In other words, the European Parliament is not side-lined in the conclusion of EU international agreements. The practice has allowed it to exercise its powers over the content of EU international agreements affirmatively and constructively – beyond the formal meaning of consent.

Importantly, the political system of the EU, which is more similar to the US presidential system than to a parliamentary system, arguably vests the European Parliament with greater powers than UK Parliament and most other national parliaments. In parliamentary democracies, the particular relationship between governments and parliaments is characterized by support of the majority of parliamentarians for the government in office. This makes effective control by the majority politically less likely and the majority logic of parliaments makes it difficult for the opposition to exercise effective control. Majorities and political powers in the European Parliament are by contrast disconnected from national representation in the Council, which shifts in terms of political spreading more frequently. Parliament is, as a consequence, institutionally in an excellent position to substantiate and make visible its ability to act as an opposition and control the Council. It represents individuals as EU citizens and gives them an independent voice by drawing on a source of democratic legitimation that is independent and separate from the EU Member States. Different from the UK Parliament and other national parliaments, it can even position itself in opposition to national governments.

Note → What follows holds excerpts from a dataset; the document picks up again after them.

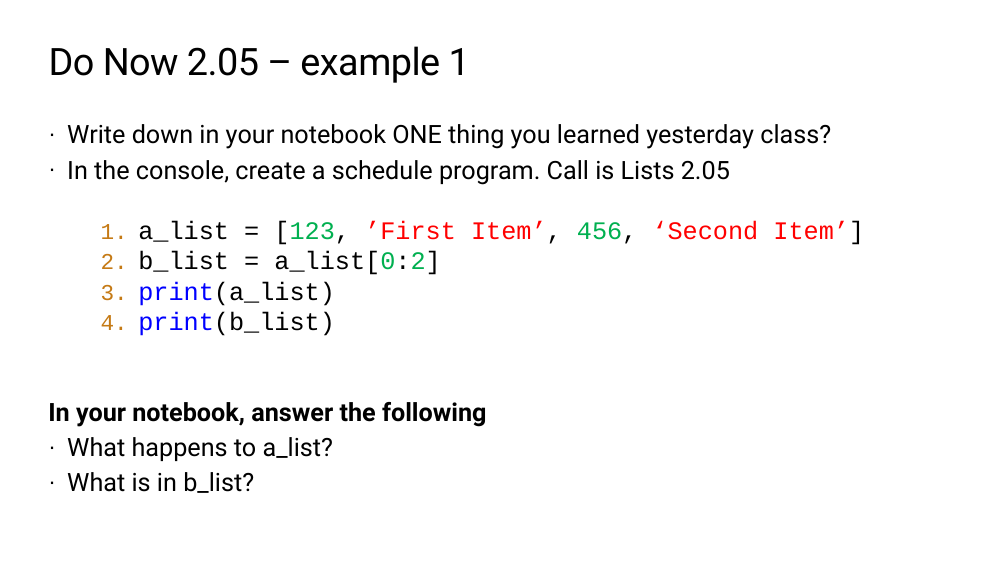
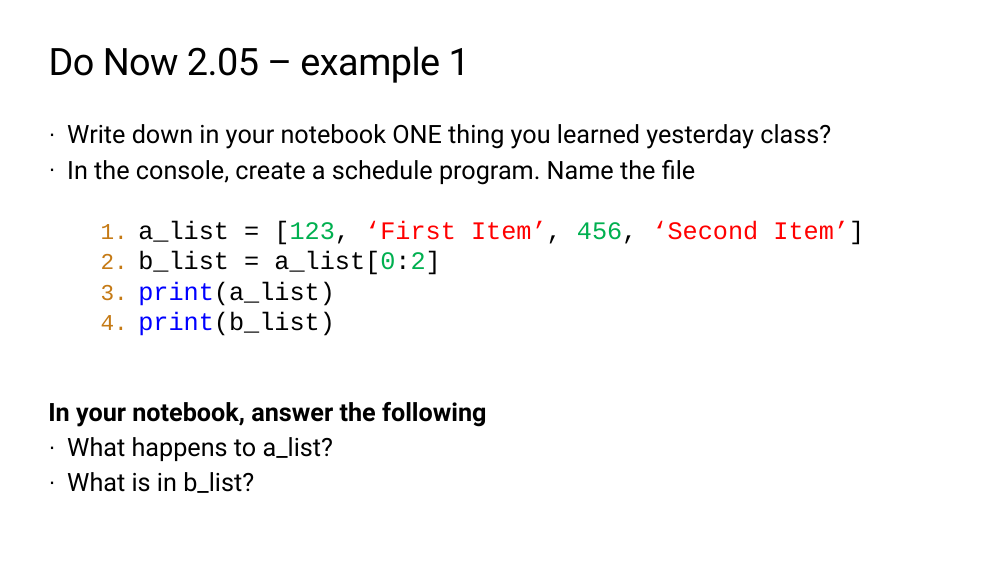
Before and after one commit to TEALSK12/2nd-semester-introduction-to-computer-science, a slide deck: slide 4 of docs/units/2_unit/slidedecks/Intro Python 2.05 TEALS.pptx. Drawn at 1008x567 pixels with LibreOffice and Linux fonts; fonts in the diff are those of the drawing; background and template pictures are left out. Boxes give left, top, right and bottom in pixels: in the first picture for what was removed or moved away, otherwise in the second. Text is boxed around its words. In the diff, an @@ line names an element or a change of style, - is before the commit and + after.

```diff
--- a/docs/units/2_unit/slidedecks/Intro Python 2.05 TEALS.pptx
+++ b/docs/units/2_unit/slidedecks/Intro Python 2.05 TEALS.pptx
@@ text at (x1=67, y1=160, x2=864, y2=245): text changed @@
-· In the console, create a schedule program. Call is Lists 2.05
-1. a_list = [123, ’First Item’, 456, ‘Second Item’]
+· In the console, create a schedule program. Name the file
+1. a_list = [123, ‘First Item’, 456, ‘Second Item’]
```
Also in this commit, not shown: 5 other slides changed, 7 other files.

This is not to say that there are not particular problems with the representation of EU citizens through the European Parliament. International relations generally remain the domain of the executive. The European Parliament is subject to the same relevant and stringent constraints as national parliaments within Europe in terms of scarcity of time and resources. However, the main obstacle to making representation through the European Parliament effective: citizens have difficulty identifying with EU structures and with their role as EU citizens in a similarly meaningful way as they do with their role as national citizens. Yet if citizens realised the potential of the EU structures for exercising influence over international trade this might contribute to taking their role as EU citizens seriously.

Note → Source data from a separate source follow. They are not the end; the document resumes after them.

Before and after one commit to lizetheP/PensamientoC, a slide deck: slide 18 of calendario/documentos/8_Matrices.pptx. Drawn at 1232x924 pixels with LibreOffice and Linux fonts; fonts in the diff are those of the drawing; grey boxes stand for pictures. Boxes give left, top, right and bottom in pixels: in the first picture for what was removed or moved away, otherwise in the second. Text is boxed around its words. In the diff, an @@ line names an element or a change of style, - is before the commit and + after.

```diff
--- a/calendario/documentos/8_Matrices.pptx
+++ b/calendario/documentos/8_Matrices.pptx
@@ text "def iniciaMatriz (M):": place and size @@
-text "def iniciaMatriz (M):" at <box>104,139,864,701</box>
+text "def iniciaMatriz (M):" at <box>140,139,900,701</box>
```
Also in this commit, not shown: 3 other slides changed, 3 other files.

When the Union concludes international agreements, individuals lose democratic control as UK citizens through the UK Parliament and gain democratic control as EU citizens through the European Parliament. This is where the distinction of individuals as EU citizens and as national citizens come in. Jürgen Habermas developed this concept of ‘divided sovereignty’, in which the very same citizen acts in two capacities, namely, as citizen of their state and as citizen of the Union.

The combination of the EU’s great market power and its exclusive trade competence on the one hand and the extended influence of the European Parliament and its institutional potential of representing citizens on the other, gives individuals better democratic control over the conclusion of international agreements through the European Parliament than through their UK parliament. In other words, institutionally individuals are better represented as EU citizens, that is via EU channels, than as national citizens, when the conclusion of international trade agreements is concerned. This also leads to the conclusion that Brexit from the perspective of the individual (rather than the UK Government) plays out as losing influence in an interconnected globalized world.

Christina Eckes is professor of European law at the University of Amsterdam and director of the Amsterdam Centre for European Law and Governance (ACELG).